I also remain deeply disappointed in the Obama Administration’s selective implementation of our trade agreements with Colombia, Panama, and South Korea, time and again choosing labor over innovation. 

For example, Panama was forced to make statutory and regulatory changes to its labor laws before the administration would even submit that free trade agreement to Congress for approval.  In the case of Colombia, the administration required the Colombians to make changes to their labor regime that weren’t even required by the free trade agreement before sending the agreement to Congress.  

Contrast this with the case of the Korea Free Trade Agreement, where the Obama Administration allowed the agreement to enter into force knowing that the Koreans had not created an effective and fully independent review mechanism for pricing and reimbursement of pharmaceuticals and medical devices.  In my view, they squandered the leverage of entry into force, and now we face an uphill battle to bring Korea into compliance. 

We should not tolerate similar practices going forward.  

That is why the Trade Promotion Authority bill that former Senator Baucus and I introduced contains strong new oversight mechanisms that will help ensure full implementation and effective enforcement of our trade agreements.  I intend to make absolutely sure that each country with whom we have a future trade agreement is fully in compliance with that agreement before the agreement enters into force. 
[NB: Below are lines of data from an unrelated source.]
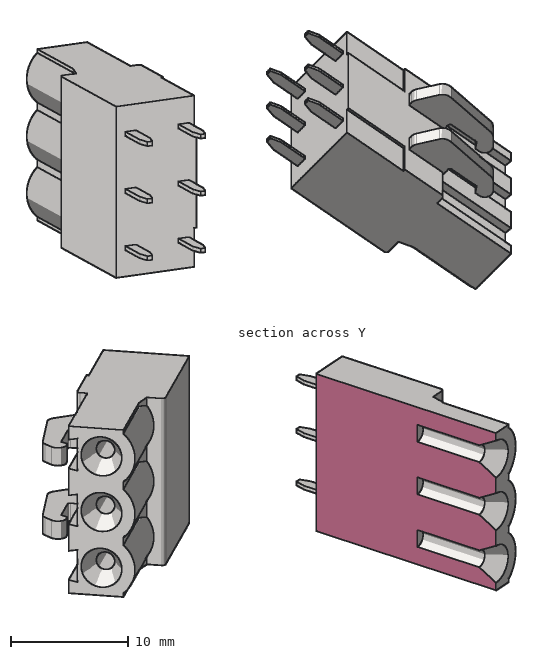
import cadquery as cq

HEIGHT = 15.25
POLES = 3
PITCH = HEIGHT / POLES
pole_heights = [(i + 0.5) * PITCH for i in range(POLES)]

BLOCK_FRONT = 8.2
BLOCK_BACK = 18.81
BLOCK_DEPTH = 7.7
BLOCK_EDGE_RADIUS = 0.3

NOSE_TOP = 6.75
WEB_BOTTOM = 1.98
RAMP_START = 6.75
RAMP_BOTTOM = 1.57
BARREL_Y = 3.88
BARREL_RADIUS = 2.92

SOCKET_MOUTH_DIAMETER = 3.55
BORE_DIAMETER = 1.6
FUNNEL_DEPTH = 1.75
SOCKET_DEPTH = BLOCK_FRONT

KEYWAY_DEPTH = 0.76
KEYWAY_MOUTH_WIDTH = 2.63
KEYWAY_FLOOR_WIDTH = 2.92

LATCH_WIDTH = 1.65
LATCH_SPACING = 6.7
HOOK_BOTTOM = 7.84
ARM_UNDERSIDE = 8.45
LATCH_BACK = 12.1
HOOK_NOSE_RADIUS = 0.75
ARM_TOP_RADIUS = 0.8
PEAK_RADIUS = 1.0
LATCH_ROOT_RADIUS = 0.2

REBATE_START = 12.55
REBATE_DEPTH = 0.2

PIN_TIP = 22.45
PIN_TAPER_START = 21.48
PIN_WIDTH = 1.0
PIN_TIP_WIDTH = 0.47
PIN_THICKNESS = 0.38
PIN_FRONT_ROW = 1.4
pin_rows = [PIN_FRONT_ROW, PIN_FRONT_ROW + PITCH]


def box(x_range, y_range, z_range):
    """Box between the given limits on each axis."""
    starts, ends = zip(x_range, y_range, z_range)
    sizes = [end - start for start, end in zip(starts, ends)]
    return cq.Workplane("XY").box(*sizes, centered=False).translate(starts)


def make_block():
    block = box((BLOCK_FRONT, BLOCK_BACK), (0, BLOCK_DEPTH), (0, HEIGHT))
    return block.edges("|Z and <X").fillet(BLOCK_EDGE_RADIUS)


def make_nose():
    web = (
        cq.Workplane("XY")
        .moveTo(0, NOSE_TOP)
        .lineTo(0, WEB_BOTTOM)
        .lineTo(RAMP_START, WEB_BOTTOM)
        .lineTo(BLOCK_FRONT, RAMP_BOTTOM)
        .lineTo(BLOCK_FRONT, NOSE_TOP)
        .close()
        .extrude(HEIGHT)
    )
    barrels = (
        cq.Workplane("YZ")
        .pushPoints([(BARREL_Y, z) for z in pole_heights])
        .circle(BARREL_RADIUS)
        .extrude(BLOCK_FRONT)
    )
    lower_half = box((0, BLOCK_FRONT), (BARREL_Y - BARREL_RADIUS, BARREL_Y), (0, HEIGHT))
    return web.union(barrels.intersect(lower_half))


def make_socket(z):
    funnel = (
        cq.Workplane("YZ")
        .center(BARREL_Y, z)
        .circle(SOCKET_MOUTH_DIAMETER / 2)
        .workplane(offset=FUNNEL_DEPTH)
        .circle(BORE_DIAMETER / 2)
        .loft(ruled=True)
    )
    bore = cq.Workplane("YZ").center(BARREL_Y, z).circle(BORE_DIAMETER / 2).extrude(SOCKET_DEPTH)
    return funnel.union(bore)


def make_keyway(z):
    floor = NOSE_TOP - KEYWAY_DEPTH
    return (
        cq.Workplane("YZ")
        .polyline([
            (NOSE_TOP, z - KEYWAY_MOUTH_WIDTH / 2),
            (floor, z - KEYWAY_FLOOR_WIDTH / 2),
            (floor, z + KEYWAY_FLOOR_WIDTH / 2),
            (NOSE_TOP, z + KEYWAY_MOUTH_WIDTH / 2),
        ])
        .close()
        .extrude(BLOCK_FRONT)
    )


def make_latch(z):
    """Hooked arm, its root sunk into the block past the rounded front edge."""
    root = BLOCK_DEPTH - BLOCK_EDGE_RADIUS
    arm_corner = (4.65, 9.97)
    peak = (10.45, 10.66)
    hook_nose = (2.83, HOOK_BOTTOM)
    hook_throat = (5.2, ARM_UNDERSIDE)
    hook_tip = (4.85, HOOK_BOTTOM)
    back_shoulder = (LATCH_BACK, 8.28)
    arm_root = (BLOCK_FRONT, ARM_UNDERSIDE)
    outline = [
        (BLOCK_FRONT, root),
        arm_root,
        hook_throat,
        hook_tip,
        hook_nose,
        arm_corner,
        peak,
        back_shoulder,
        (LATCH_BACK, root),
    ]
    latch = cq.Workplane("XY").polyline(outline).close().extrude(LATCH_WIDTH)
    corner_radii = [
        (arm_root, LATCH_ROOT_RADIUS),
        (hook_throat, LATCH_ROOT_RADIUS),
        (hook_nose, HOOK_NOSE_RADIUS),
        (arm_corner, ARM_TOP_RADIUS),
        (peak, PEAK_RADIUS),
        (back_shoulder, ARM_TOP_RADIUS),
    ]
    for (x, y), radius in corner_radii:
        corner = cq.selectors.NearestToPointSelector((x, y, LATCH_WIDTH / 2))
        latch = latch.edges("|Z").edges(corner).fillet(radius)
    return latch.translate((0, 0, z - LATCH_WIDTH / 2))


def make_pin(y, z):
    return (
        cq.Workplane("XY")
        .polyline([
            (BLOCK_BACK, y - PIN_WIDTH / 2),
            (PIN_TAPER_START, y - PIN_WIDTH / 2),
            (PIN_TIP, y - PIN_TIP_WIDTH / 2),
            (PIN_TIP, y + PIN_TIP_WIDTH / 2),
            (PIN_TAPER_START, y + PIN_WIDTH / 2),
            (BLOCK_BACK, y + PIN_WIDTH / 2),
        ])
        .close()
        .extrude(PIN_THICKNESS)
        .translate((0, 0, z - PIN_THICKNESS / 2))
    )


result = make_block().union(make_nose())

for pole_z in pole_heights:
    result = result.cut(make_socket(pole_z)).cut(make_keyway(pole_z))
    for row_y in pin_rows:
        result = result.union(make_pin(row_y, pole_z))

for side in (-1, 1):
    latch_z = HEIGHT / 2 + side * LATCH_SPACING / 2
    result = result.union(make_latch(latch_z))
    rebate_limits = sorted([latch_z + side * LATCH_WIDTH / 2, HEIGHT / 2 + side * HEIGHT / 2])
    rebate = box((REBATE_START, BLOCK_BACK), (BLOCK_DEPTH - REBATE_DEPTH, BLOCK_DEPTH), rebate_limits)
    result = result.cut(rebate)

We must also do a better job protecting U.S. innovation.  That is why I introduced legislation to create a Chief Innovation and Intellectual Property Negotiator in the Office of the United States Trade Representative.  This individual would ensure that intellectual property rights are no longer an afterthought but a key component of our trade and enforcement policies. 

Now, strong enforcement of existing obligations is vital.  But, we also need to be pushing boundaries, constantly developing and negotiating international rules to counter unfair trade practices with new, high-standard trade agreements. Again, our bipartisan Trade Promotion Authority bill achieves this, addressing currency practices, digital piracy, digital trade, cross-border data flows, cyber theft of trade secrets, localization barriers, non-scientific sanitary and phyto-sanitary practices, state-owned enterprises, and trade-related labor and environment policies. 

Many of the tools I mentioned today will only be effective once they are put into law, so I hope the committee will soon act on these pending trade bills, so that we may provide the American people with the best, most up-to-date and effective enforcement regime possible.           

Again, Mr. Chairman, thank you for holding today’s hearing. I look forward to hearing from our witnesses.